Crônicas

Encantamento das emoções

O que existe de ruim no processo autoritário é que ele começa desfigurando as instituições e acaba desfigurando o caráter do cidadão.

Por: Wilson Márcio Depes em 16 de novembro de 2020

Dizer que este ano foi um ano perdido, apesar de todas as tristezas, confesso que não sinto soar completamente assim. Dramaticamente vivi a pandemia – e estou vivendo -, com mortes de amigos queridos, a enchente do rio Itapemirim com pessoas desalojadas, e por aí vai.
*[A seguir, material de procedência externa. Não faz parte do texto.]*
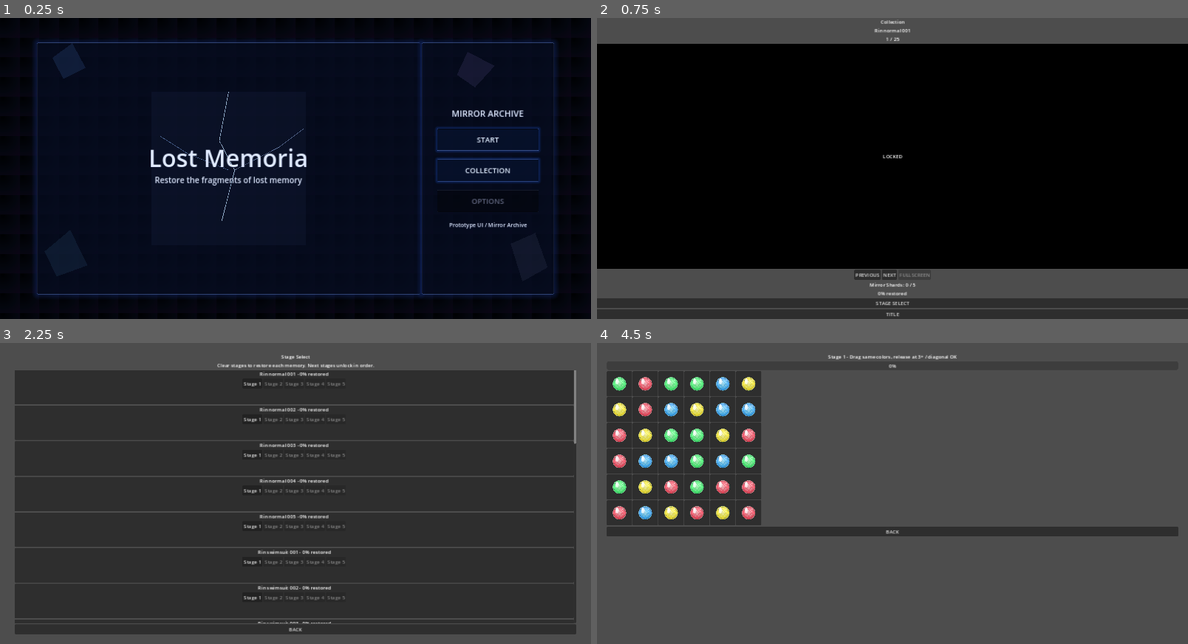
Above: before the commit, frames 1-4 (two rows, left to right).
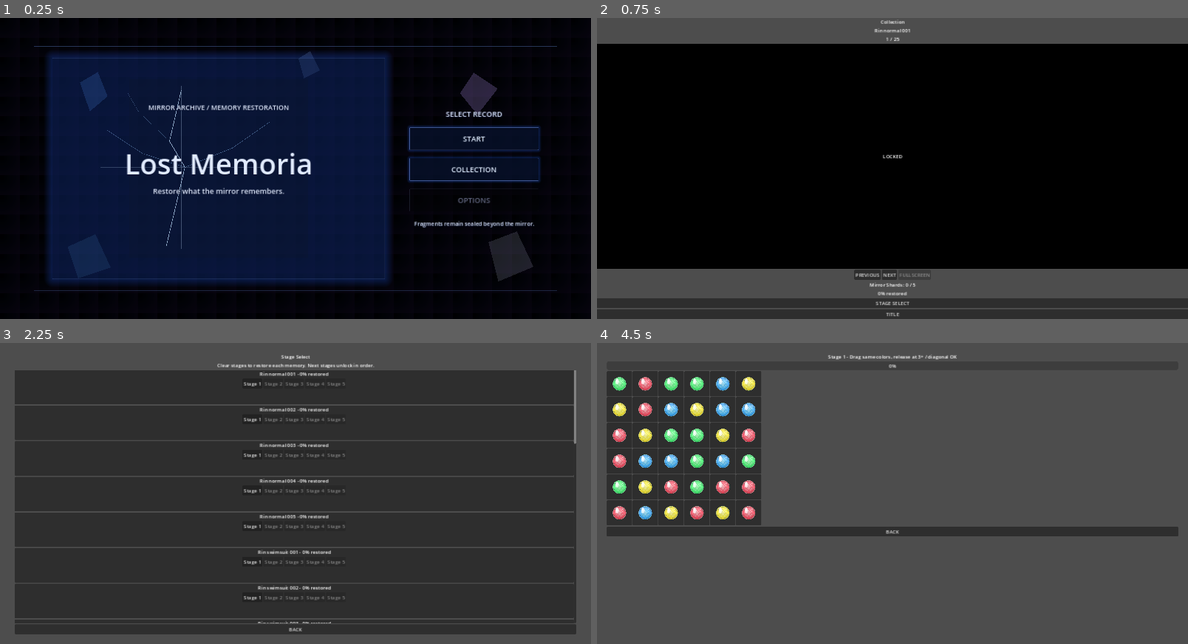
Above: after the commit, the same moments.

Repository: uzupiyo/Lost-Memoria
Game: Godot game, scene res://scenes/title/title.tscn
Same seed, same stepped clock (60 frames per second), same inputs: the game is played once before the commit and once after it.
Inputs:
- Up to frame 1 (0.25 s): no input
- Up to frame 2 (0.75 s): click "COLLECTION" at 0.5 s
- Up to frame 3 (2.25 s): click "TITLE" at 1.25 s; click "START" at 2 s
- Up to frame 4 (4.5 s): click "BACK" at 2.75 s; click "START" at 3.5 s; click "Stage 1" at 4.25 s

The runs differ from the first frame. In frame 1, 37% of the frame differs, in the area x 5-95%, y 6-94%; in frame 2, nothing differs; in frame 3, less than 0.1%; in frame 4, nothing differs.

Commit message:
Polish title screen layout and mirror archive style

Diff:
--- a/scenes/title/title.tscn
+++ b/scenes/title/title.tscn
@@ -1,17 +1,32 @@
-[gd_scene load_steps=4 format=3]
+[gd_scene load_steps=5 format=3]
 
 [ext_resource type="Script" path="res://scripts/title_screen.gd" id="1_title"]
 [ext_resource type="Theme" path="res://assets/ui/theme/main_theme.tres" id="2_theme"]
 
 [sub_resource type="Gradient" id="Gradient_bg"]
-offsets = PackedFloat32Array(0, 0.55, 1)
-colors = PackedColorArray(0.005, 0.008, 0.018, 1, 0.02, 0.035, 0.08, 1, 0.065, 0.03, 0.12, 1)
+offsets = PackedFloat32Array(0, 0.42, 1)
+colors = PackedColorArray(0.002, 0.004, 0.012, 1, 0.012, 0.018, 0.045, 1, 0.045, 0.025, 0.09, 1)
 
 [sub_resource type="GradientTexture2D" id="GradientTexture2D_bg"]
 gradient = SubResource("Gradient_bg")
 fill = 1
-fill_from = Vector2(0.15, 0.05)
+fill_from = Vector2(0.08, 0.08)
 fill_to = Vector2(1, 1)
+
+[sub_resource type="StyleBoxFlat" id="StyleBoxFlat_title_panel"]
+bg_color = Color(0.004, 0.007, 0.018, 0.2)
+border_width_left = 1
+border_width_top = 1
+border_width_right = 1
+border_width_bottom = 1
+border_color = Color(0.62, 0.75, 1, 0.18)
+corner_radius_top_left = 2
+corner_radius_top_right = 2
+corner_radius_bottom_right = 2
+corner_radius_bottom_left = 2
+shadow_color = Color(0.1, 0.28, 0.75, 0.34)
+shadow_size = 28
+shadow_offset = Vector2(0, 0)
 
 [node name="Title" type="Control"]
 layout_mode = 3
@@ -34,15 +49,35 @@
 texture = SubResource("GradientTexture2D_bg")
 stretch_mode = 1
 
-[node name="Vignette" type="ColorRect" parent="."]
-layout_mode = 1
-anchors_preset = 15
-anchor_right = 1.0
-anchor_bottom = 1.0
-grow_horizontal = 2
-grow_vertical = 2
-mouse_filter = 2
-color = Color(0, 0, 0, 0.28)
+[node name="DarkVeil" type="ColorRect" parent="."]
+layout_mode = 1
+anchors_preset = 15
+anchor_right = 1.0
+anchor_bottom = 1.0
+grow_horizontal = 2
+grow_vertical = 2
+mouse_filter = 2
+color = Color(0, 0, 0, 0.32)
+
+[node name="TopLine" type="Line2D" parent="."]
+points = PackedVector2Array(110, 92, 1810, 92)
+width = 1.0
+default_color = Color(0.46, 0.64, 1, 0.32)
+
+[node name="BottomLine" type="Line2D" parent="."]
+points = PackedVector2Array(110, 888, 1810, 888)
+width = 1.0
+default_color = Color(0.46, 0.64, 1, 0.22)
+
+[node name="AccentLineLeft" type="Line2D" parent="."]
+points = PackedVector2Array(110, 92, 110, 888)
+width = 1.0
+default_color = Color(0.46, 0.64, 1, 0.18)
+
+[node name="AccentLineRight" type="Line2D" parent="."]
+points = PackedVector2Array(1810, 92, 1810, 888)
+width = 1.0
+default_color = Color(0.46, 0.64, 1, 0.18)
 
 [node name="ShardDecorations" type="Control" parent="."]
 layout_mode = 1
@@ -54,161 +89,187 @@
 mouse_filter = 2
 
 [node name="ShardA" type="Polygon2D" parent="ShardDecorations"]
-color = Color(0.38, 0.62, 1, 0.42)
-polygon = PackedVector2Array(170, 130, 235, 82, 278, 162, 206, 198)
+color = Color(0.38, 0.65, 1, 0.26)
+polygon = PackedVector2Array(260, 210, 318, 176, 350, 255, 292, 304)
 
 [node name="ShardB" type="Polygon2D" parent="ShardDecorations"]
-color = Color(0.75, 0.62, 1, 0.32)
-polygon = PackedVector2Array(1520, 110, 1608, 156, 1544, 226, 1485, 185)
+color = Color(0.76, 0.62, 1, 0.22)
+polygon = PackedVector2Array(1540, 178, 1618, 230, 1552, 315, 1495, 245)
 
 [node name="ShardC" type="Polygon2D" parent="ShardDecorations"]
-color = Color(0.42, 0.78, 1, 0.28)
-polygon = PackedVector2Array(145, 760, 228, 690, 285, 805, 184, 842)
+color = Color(0.45, 0.82, 1, 0.16)
+polygon = PackedVector2Array(220, 745, 310, 704, 360, 812, 254, 848)
 
 [node name="ShardD" type="Polygon2D" parent="ShardDecorations"]
-color = Color(0.78, 0.82, 1, 0.22)
-polygon = PackedVector2Array(1660, 735, 1740, 700, 1780, 812, 1698, 858)
-
-[node name="Layout" type="HBoxContainer" parent="."]
-layout_mode = 1
-anchors_preset = 15
-anchor_right = 1.0
-anchor_bottom = 1.0
-offset_left = 120.0
-offset_top = 80.0
-offset_right = -120.0
-offset_bottom = -80.0
-grow_horizontal = 2
-grow_vertical = 2
+color = Color(0.85, 0.88, 1, 0.14)
+polygon = PackedVector2Array(1588, 730, 1680, 695, 1734, 810, 1620, 858)
+
+[node name="ShardE" type="Polygon2D" parent="ShardDecorations"]
+color = Color(0.58, 0.75, 1, 0.18)
+polygon = PackedVector2Array(970, 132, 1008, 108, 1040, 170, 988, 196)
+
+[node name="MainLayout" type="HBoxContainer" parent="."]
+layout_mode = 1
+anchors_preset = 15
+anchor_right = 1.0
+anchor_bottom = 1.0
+offset_left = 170.0
+offset_top = 130.0
+offset_right = -170.0
+offset_bottom = -130.0
+grow_horizontal = 2
+grow_vertical = 2
+theme_override_constants/separation = 80
 alignment = 1
 
-[node name="MirrorPanel" type="PanelContainer" parent="Layout"]
+[node name="HeroPanel" type="PanelContainer" parent="MainLayout"]
 layout_mode = 2
 size_flags_horizontal = 3
 size_flags_vertical = 3
 mouse_filter = 2
-
-[node name="MirrorContent" type="CenterContainer" parent="Layout/MirrorPanel"]
-layout_mode = 2
-mouse_filter = 2
-
-[node name="MirrorStack" type="Control" parent="Layout/MirrorPanel/MirrorContent"]
-layout_mode = 2
-custom_minimum_size = Vector2(680, 680)
-mouse_filter = 2
-
-[node name="MirrorRing" type="ColorRect" parent="Layout/MirrorPanel/MirrorContent/MirrorStack"]
+theme_override_styles/panel = SubResource("StyleBoxFlat_title_panel")
+
+[node name="HeroStack" type="Control" parent="MainLayout/HeroPanel"]
+layout_mode = 2
+mouse_filter = 2
+
+[node name="MirrorGlow" type="ColorRect" parent="MainLayout/HeroPanel/HeroStack"]
 layout_mode = 1
 anchors_preset = 8
 anchor_left = 0.5
 anchor_top = 0.5
 anchor_right = 0.5
 anchor_bottom = 0.5
-offset_left = -250.0
-offset_top = -250.0
-offset_right = 250.0
-offset_bottom = 250.0
-grow_horizontal = 2
-grow_vertical = 2
-mouse_filter = 2
-color = Color(0.08, 0.12, 0.22, 0.35)
-
-[node name="CrackLine1" type="Line2D" parent="Layout/MirrorPanel/MirrorContent/MirrorStack"]
-points = PackedVector2Array(340, 90, 310, 250, 360, 345, 318, 510)
+offset_left = -290.0
+offset_top = -290.0
+offset_right = 290.0
+offset_bottom = 290.0
+grow_horizontal = 2
+grow_vertical = 2
+mouse_filter = 2
+color = Color(0.04, 0.08, 0.18, 0.42)
+
+[node name="MirrorVertical" type="Line2D" parent="MainLayout/HeroPanel/HeroStack"]
+points = PackedVector2Array(418, 90, 418, 620)
 width = 2.0
-default_color = Color(0.75, 0.88, 1, 0.75)
-
-[node name="CrackLine2" type="Line2D" parent="Layout/MirrorPanel/MirrorContent/MirrorStack"]
-points = PackedVector2Array(340, 345, 208, 292, 118, 235)
+default_color = Color(0.78, 0.88, 1, 0.3)
+
+[node name="MirrorHorizontal" type="Line2D" parent="MainLayout/HeroPanel/HeroStack"]
+points = PackedVector2Array(155, 355, 680, 355)
 width = 1.5
-default_color = Color(0.55, 0.72, 1, 0.55)
-
-[node name="CrackLine3" type="Line2D" parent="Layout/MirrorPanel/MirrorContent/MirrorStack"]
-points = PackedVector2Array(360, 345, 505, 270, 585, 210)
-width = 1.5
-default_color = Color(0.65, 0.78, 1, 0.55)
-
-[node name="TitleLabel" type="Label" parent="Layout/MirrorPanel/MirrorContent/MirrorStack"]
+default_color = Color(0.78, 0.88, 1, 0.22)
+
+[node name="CrackLine1" type="Line2D" parent="MainLayout/HeroPanel/HeroStack"]
+points = PackedVector2Array(418, 105, 380, 270, 430, 355, 370, 610)
+width = 2.0
+default_color = Color(0.76, 0.88, 1, 0.72)
+
+[node name="CrackLine2" type="Line2D" parent="MainLayout/HeroPanel/HeroStack"]
+points = PackedVector2Array(430, 355, 585, 292, 705, 208)
+width = 1.35
+default_color = Color(0.58, 0.78, 1, 0.46)
+
+[node name="CrackLine3" type="Line2D" parent="MainLayout/HeroPanel/HeroStack"]
+points = PackedVector2Array(430, 355, 292, 310, 178, 235)
+width = 1.35
+default_color = Color(0.58, 0.78, 1, 0.42)
+
+[node name="CrackLine4" type="Line2D" parent="MainLayout/HeroPanel/HeroStack"]
+points = PackedVector2Array(380, 270, 280, 175, 245, 115)
+width = 1.0
+default_color = Color(0.58, 0.78, 1, 0.32)
+
+[node name="ArchiveLabel" type="Label" parent="MainLayout/HeroPanel/HeroStack"]
+layout_mode = 1
+anchors_preset = 5
+anchor_left = 0.5
+anchor_right = 0.5
+offset_left = -360.0
+offset_top = 140.0
+offset_right = 360.0
+offset_bottom = 180.0
+grow_horizontal = 2
+mouse_filter = 2
+theme_override_font_sizes/font_size = 22
+text = "MIRROR ARCHIVE / MEMORY RESTORATION"
+horizontal_alignment = 1
+vertical_alignment = 1
+
+[node name="TitleLabel" type="Label" parent="MainLayout/HeroPanel/HeroStack"]
 layout_mode = 1
 anchors_preset = 8
 anchor_left = 0.5
 anchor_top = 0.5
 anchor_right = 0.5
 anchor_bottom = 0.5
-offset_left = -300.0
-offset_top = -80.0
-offset_right = 300.0
-offset_bottom = 10.0
-grow_horizontal = 2
-grow_vertical = 2
-mouse_filter = 2
-theme_override_font_sizes/font_size = 78
+offset_left = -430.0
+offset_top = -70.0
+offset_right = 430.0
+offset_bottom = 38.0
+grow_horizontal = 2
+grow_vertical = 2
+mouse_filter = 2
+theme_override_font_sizes/font_size = 92
 text = "Lost Memoria"
 horizontal_alignment = 1
 vertical_alignment = 1
 
-[node name="SubtitleLabel" type="Label" parent="Layout/MirrorPanel/MirrorContent/MirrorStack"]
+[node name="SubtitleLabel" type="Label" parent="MainLayout/HeroPanel/HeroStack"]
 layout_mode = 1
 anchors_preset = 8
 anchor_left = 0.5
 anchor_top = 0.5
 anchor_right = 0.5
 anchor_bottom = 0.5
-offset_left = -300.0
-offset_top = 14.0
-offset_right = 300.0
-offset_bottom = 62.0
-grow_horizontal = 2
-grow_vertical = 2
-mouse_filter = 2
-theme_override_font_sizes/font_size = 26
-text = "Restore the fragments of lost memory"
+offset_left = -380.0
+offset_top = 54.0
+offset_right = 380.0
+offset_bottom = 94.0
+grow_horizontal = 2
+grow_vertical = 2
+mouse_filter = 2
+theme_override_font_sizes/font_size = 24
+text = "Restore what the mirror remembers."
 horizontal_alignment = 1
 vertical_alignment = 1
 
-[node name="MenuPanel" type="PanelContainer" parent="Layout"]
-layout_mode = 2
-custom_minimum_size = Vector2(430, 0)
+[node name="MenuColumn" type="VBoxContainer" parent="MainLayout"]
+layout_mode = 2
+custom_minimum_size = Vector2(420, 0)
 size_flags_vertical = 3
-mouse_filter = 2
-
-[node name="MenuCenter" type="CenterContainer" parent="Layout/MenuPanel"]
-layout_mode = 2
-
-[node name="MenuBox" type="VBoxContainer" parent="Layout/MenuPanel/MenuCenter"]
-layout_mode = 2
-theme_override_constants/separation = 28
+theme_override_constants/separation = 26
 alignment = 1
 
-[node name="MenuTitle" type="Label" parent="Layout/MenuPanel/MenuCenter/MenuBox"]
-layout_mode = 2
-mouse_filter = 2
-theme_override_font_sizes/font_size = 28
-text = "MIRROR ARCHIVE"
-horizontal_alignment = 1
-
-[node name="StartButton" type="Button" parent="Layout/MenuPanel/MenuCenter/MenuBox"]
-custom_minimum_size = Vector2(330, 72)
+[node name="MenuHeader" type="Label" parent="MainLayout/MenuColumn"]
+layout_mode = 2
+mouse_filter = 2
+theme_override_font_sizes/font_size = 24
+text = "SELECT RECORD"
+horizontal_alignment = 1
+
+[node name="StartButton" type="Button" parent="MainLayout/MenuColumn"]
+custom_minimum_size = Vector2(390, 74)
 layout_mode = 2
 text = "START"
 
-[node name="CollectionButton" type="Button" parent="Layout/MenuPanel/MenuCenter/MenuBox"]
-custom_minimum_size = Vector2(330, 72)
+[node name="CollectionButton" type="Button" parent="MainLayout/MenuColumn"]
+custom_minimum_size = Vector2(390, 74)
 layout_mode = 2
 text = "COLLECTION"
 
-[node name="OptionsButton" type="Button" parent="Layout/MenuPanel/MenuCenter/MenuBox"]
-custom_minimum_size = Vector2(330, 72)
+[node name="OptionsButton" type="Button" parent="MainLayout/MenuColumn"]
+custom_minimum_size = Vector2(390, 74)
 layout_mode = 2
 disabled = true
 text = "OPTIONS"
 
-[node name="VersionLabel" type="Label" parent="Layout/MenuPanel/MenuCenter/MenuBox"]
+[node name="MenuFooter" type="Label" parent="MainLayout/MenuColumn"]
 layout_mode = 2
 mouse_filter = 2
 theme_override_font_sizes/font_size = 18
-text = "Prototype UI / Mirror Archive"
-horizontal_alignment = 1
-
-[connection signal="pressed" from="Layout/MenuPanel/MenuCenter/MenuBox/StartButton" to="." method="_on_start_pressed"]
-[connection signal="pressed" from="Layout/MenuPanel/MenuCenter/MenuBox/CollectionButton" to="." method="_on_collection_pressed"]
+text = "Fragments remain sealed beyond the mirror."
+horizontal_alignment = 1
+autowrap_mode = 3
+
+[connection signal="pressed" from="MainLayout/MenuColumn/StartButton" to="." method="_on_start_pressed"]
+[connection signal="pressed" from="MainLayout/MenuColumn/CollectionButton" to="." method="_on_collection_pressed"]

Porém, como para tudo há uma compensação, chega o final do ano com a espetacular vitória de Biden no EUA e a derrota dessa figura estúpida chamada Trump, que, por certo, vai ser varrido, para sempre, do mundo político. Aprendi com Tancredo Neves que o processo autoritário traz consigo o germe da corrupção. O que existe de ruim no processo autoritário é que ele começa desfigurando as instituições e acaba desfigurando o caráter do cidadão. Daí a minha repulsa a Trump e seus seguidores em que nível for. Paro o texto para uma constatação. Coisa interessante o inconsciente. Depois do resultado da eleição, que comemorei muito, depois de noites de insônia com medo de uma reviravolta, acabei por dormir de cansaço. Curiosamente, sonhei com o filme “Central do Brasil”, que, afinal, retoma o projeto que fascinou o Cinema Novo: mostrar o Brasil escondido ao Brasil oficial. As personagens que partem em busca do país, dos pais ou das emoções perdidas vão revelando, no mesmo movimento, o mais íntimo de si e o mais íntimo de uma terra que amedronta e seduz. Depois da viagem, não serão mais as mesmas. A apatia converte-se em ação, a indiferença em solidariedade, e o desprezo em confiança. Como em toda bela fábula moral, Central do Brasil não se preocupa em doutrinar. Contenta-se em mostrar, sugerir e convidar a quem quiser para que vá e veja. Em seguida, a cada um segundo sua vontade e de cada um segundo sua possibilidade. Não sei se adequada ou inadequadamente, Hannah Arendt dizia que a modernidade ocidental abandonou a grandeza da Antiguidade pelo encantamento das emoções privadas. Num momento em que o público e o privado parecem ter perdido o sentido, Walter Salles conseguiu fundir grandeza e encantamento num filme terno, lírico e humanamente aberto para o mundo. Acordei, afinal, com um pouco de esperança, pensando que um dia tudo pode dar certo, apesar de nosso capitão.